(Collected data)
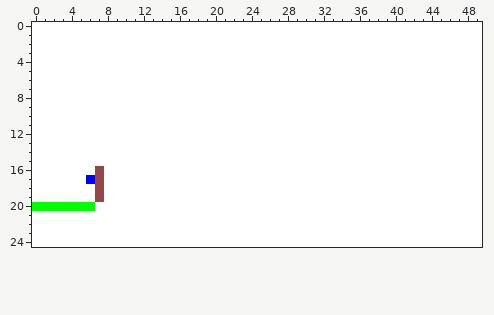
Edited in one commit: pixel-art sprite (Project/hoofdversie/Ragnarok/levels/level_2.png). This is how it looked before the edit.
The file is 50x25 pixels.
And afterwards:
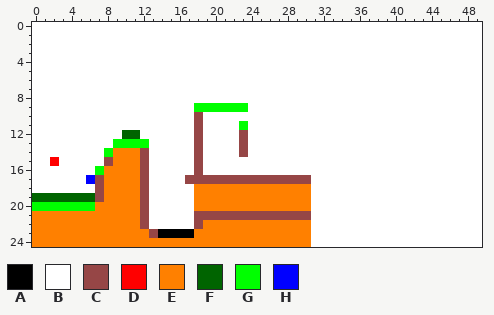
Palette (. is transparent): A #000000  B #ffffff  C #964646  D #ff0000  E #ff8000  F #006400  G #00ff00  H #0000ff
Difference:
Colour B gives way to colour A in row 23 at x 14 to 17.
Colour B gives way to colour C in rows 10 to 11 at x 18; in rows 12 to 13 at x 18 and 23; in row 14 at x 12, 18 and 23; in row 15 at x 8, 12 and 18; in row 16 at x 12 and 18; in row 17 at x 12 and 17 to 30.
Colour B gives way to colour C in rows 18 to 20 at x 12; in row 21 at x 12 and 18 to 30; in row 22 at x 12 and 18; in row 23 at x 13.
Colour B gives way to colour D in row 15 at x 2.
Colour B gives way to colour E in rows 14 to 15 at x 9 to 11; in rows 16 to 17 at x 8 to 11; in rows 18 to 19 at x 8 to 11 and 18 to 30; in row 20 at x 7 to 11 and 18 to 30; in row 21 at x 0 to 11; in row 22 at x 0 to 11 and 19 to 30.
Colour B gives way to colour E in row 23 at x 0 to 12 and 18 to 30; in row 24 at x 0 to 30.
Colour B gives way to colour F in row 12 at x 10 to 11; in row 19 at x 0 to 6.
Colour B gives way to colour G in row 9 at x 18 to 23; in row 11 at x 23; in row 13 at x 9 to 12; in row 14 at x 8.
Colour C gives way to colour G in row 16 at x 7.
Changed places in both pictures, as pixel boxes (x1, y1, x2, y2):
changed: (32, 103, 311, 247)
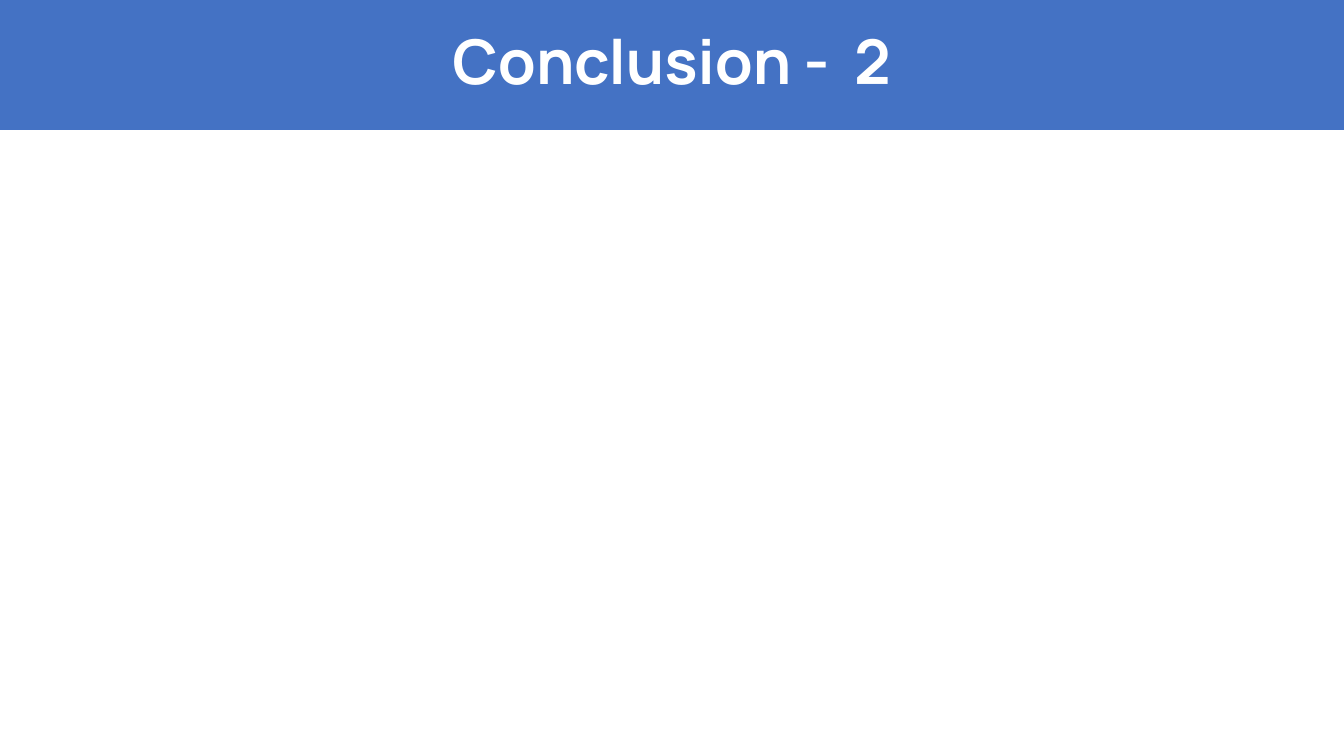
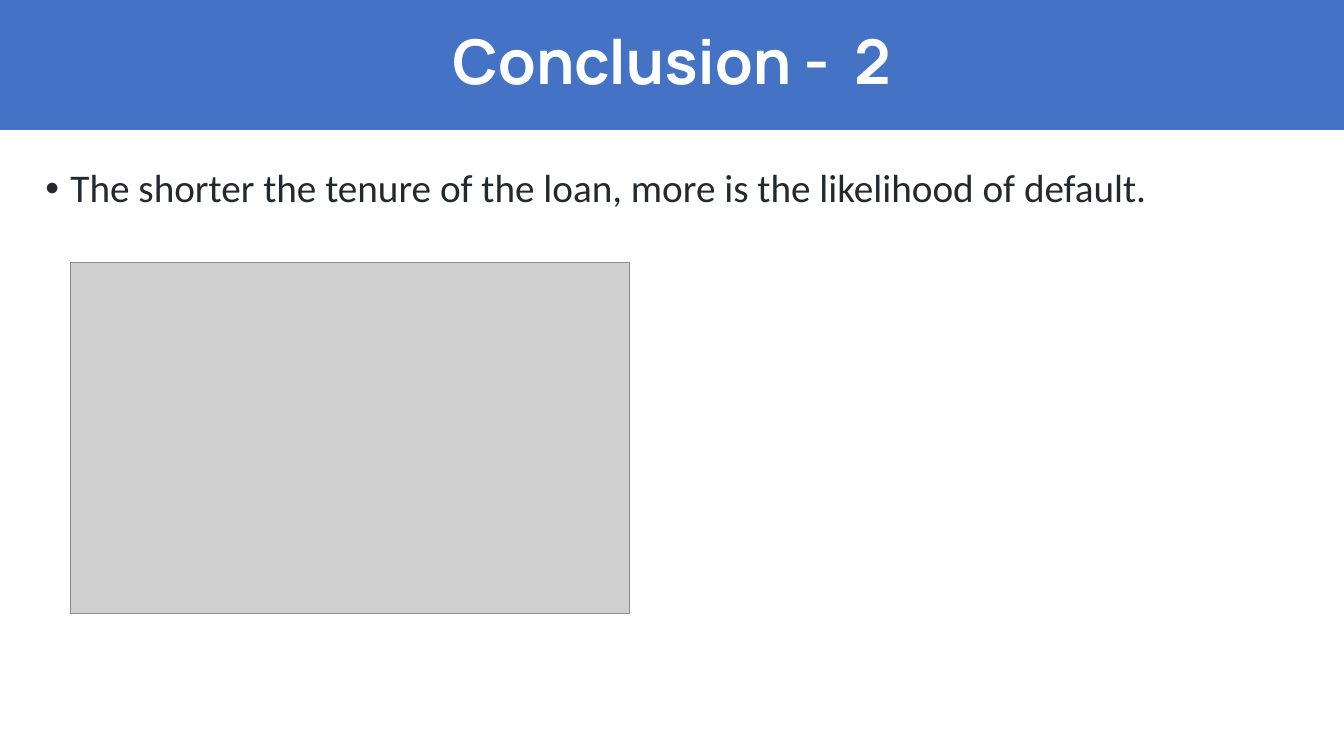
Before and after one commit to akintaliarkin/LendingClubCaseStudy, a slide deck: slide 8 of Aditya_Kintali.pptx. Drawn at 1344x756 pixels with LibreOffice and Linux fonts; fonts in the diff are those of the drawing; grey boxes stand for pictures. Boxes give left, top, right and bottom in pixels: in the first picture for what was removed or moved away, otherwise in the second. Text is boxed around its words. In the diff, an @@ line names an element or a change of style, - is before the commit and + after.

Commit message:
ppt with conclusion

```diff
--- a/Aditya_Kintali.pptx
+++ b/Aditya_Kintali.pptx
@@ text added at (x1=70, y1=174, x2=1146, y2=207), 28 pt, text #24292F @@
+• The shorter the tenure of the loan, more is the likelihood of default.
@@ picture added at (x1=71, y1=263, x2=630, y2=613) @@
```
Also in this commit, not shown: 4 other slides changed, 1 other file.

▸ Assigned task: Above are some records; copy each line there that contains "before".

▸ Completed task:
Edited in one commit: pixel-art sprite (Project/hoofdversie/Ragnarok/levels/level_2.png). This is how it looked before the edit.
Before and after one commit to akintaliarkin/LendingClubCaseStudy, a slide deck: slide 8 of Aditya_Kintali.pptx. Drawn at 1344x756 pixels with LibreOffice and Linux fonts; fonts in the diff are those of the drawing; grey boxes stand for pictures. Boxes give left, top, right and bottom in pixels: in the first picture for what was removed or moved away, otherwise in the second. Text is boxed around its words. In the diff, an @@ line names an element or a change of style, - is before the commit and + after.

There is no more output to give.